We trust that his successor will encourage the State Government to review the way VCAT functions because the role of VCAT is fundamentally flawed.

It acts as a central planning authority, independently deciding planning applications from scratch. There is no appeal of VCAT decisions and the consistency of decisions can vary considerably, depending on which Member hears the case.

This is not justice, nor is it in the interests of sound urban planning for a city under pressure from population growth, climate change and the hydrocarbon fuel crisis.

Any formally adopted local policy changes to planning schemes should be given priority by VCAT. Otherwise these policies and the effort that goes into developing them are a complete waste of time and the present "ambit claim" nature of the less scrupulous development applications is just perpetuated. It is these controversial applications that are clogging the planning pipeline, encouraged by legal loopholes and the discretionary nature of the assessment process.

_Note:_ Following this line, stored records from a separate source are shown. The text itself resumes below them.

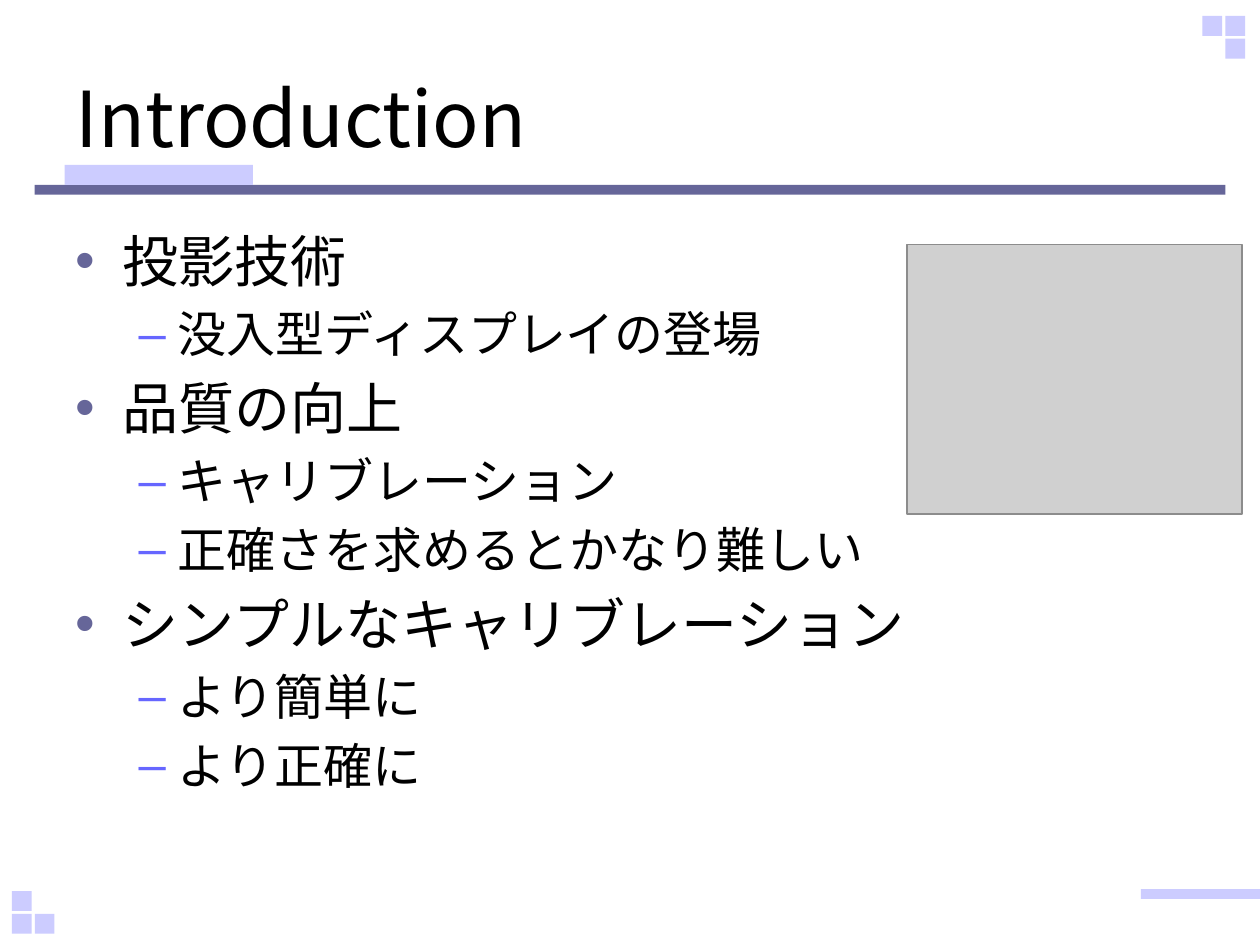
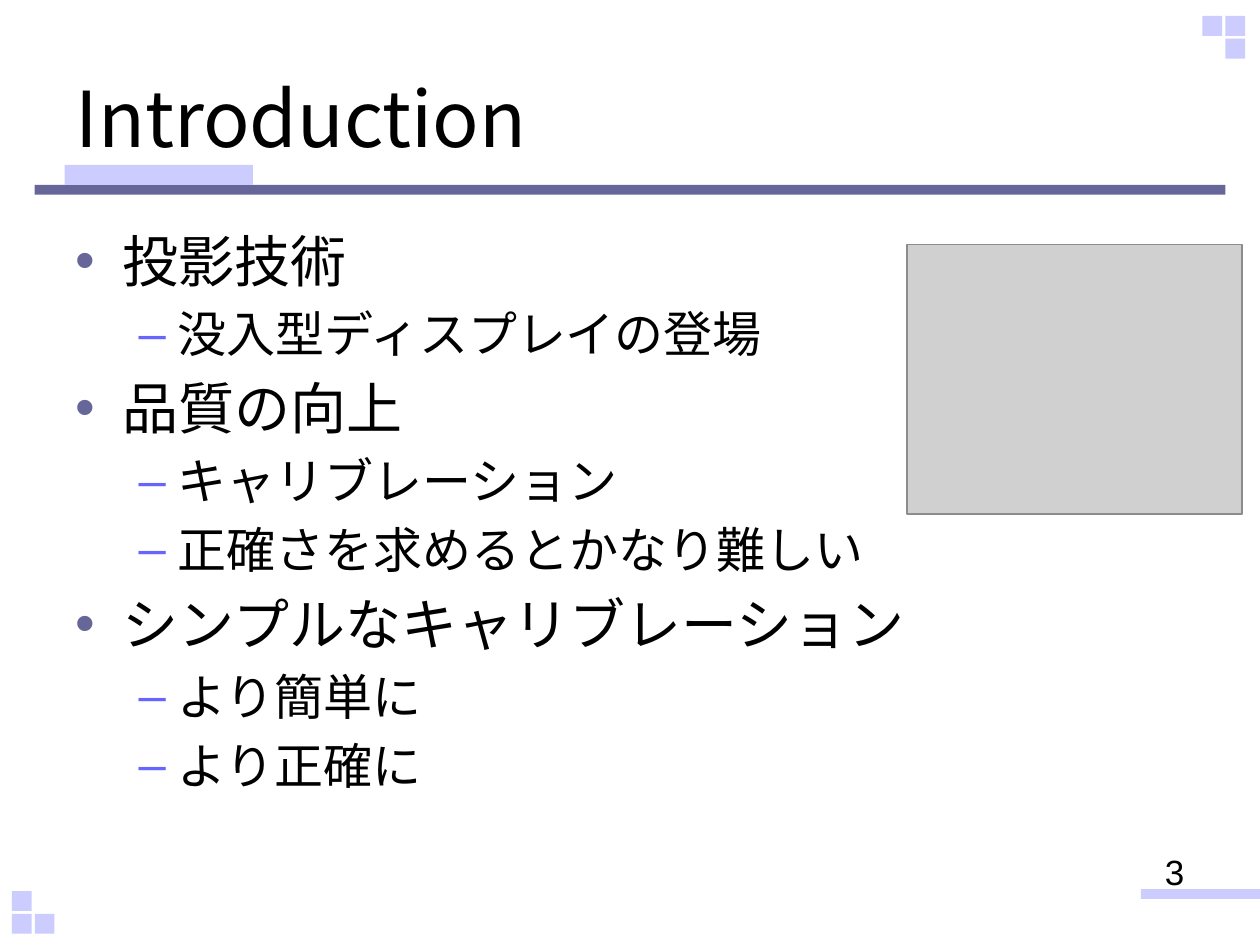
Before and after one commit to sho-hama/Human_Interface, a slide deck: slide 3 of HI_hamana.pptx. Drawn at 1260x945 pixels with LibreOffice and Linux fonts; fonts in the diff are those of the drawing; grey boxes stand for pictures. Boxes give left, top, right and bottom in pixels: in the first picture for what was removed or moved away, otherwise in the second. Text is boxed around its words. In the diff, an @@ line names an element or a change of style, - is before the commit and + after.

```diff
--- a/HI_hamana.pptx
+++ b/HI_hamana.pptx
@@ page number added at [1165, 860, 1184, 892], 20 pt, text #000000 @@
+3
```
Also in this commit, not shown: 8 other slides changed, 3 slides added, 1 slide removed.

Therefore the role of VCAT must change to that of process review only, an oversight function for councils - ie, deciding only whether Councils act properly and follow their own processes fully and correctly. VCAT should not continue to play the role of a duplicate (and inconsistent) planning assessment authority.

SOS is diametrically opposed to this current role of VCAT as so clearly reflected in the directions judgment of Helen Gibson in P3043/2004, where she stated: “ The applicant seeks directions that the Council provide copies of the internal memoranda prepared by Council's urban designer and traffic engineer to assist in preparing his submission… (but) the Tribunal's role is not to review the decision making process of the Council… ”.

If VCAT instead exercised an oversight function over the Council decision-making process, Councils would be under constant public pressure to improve their performance. At the moment, there is very little accountability.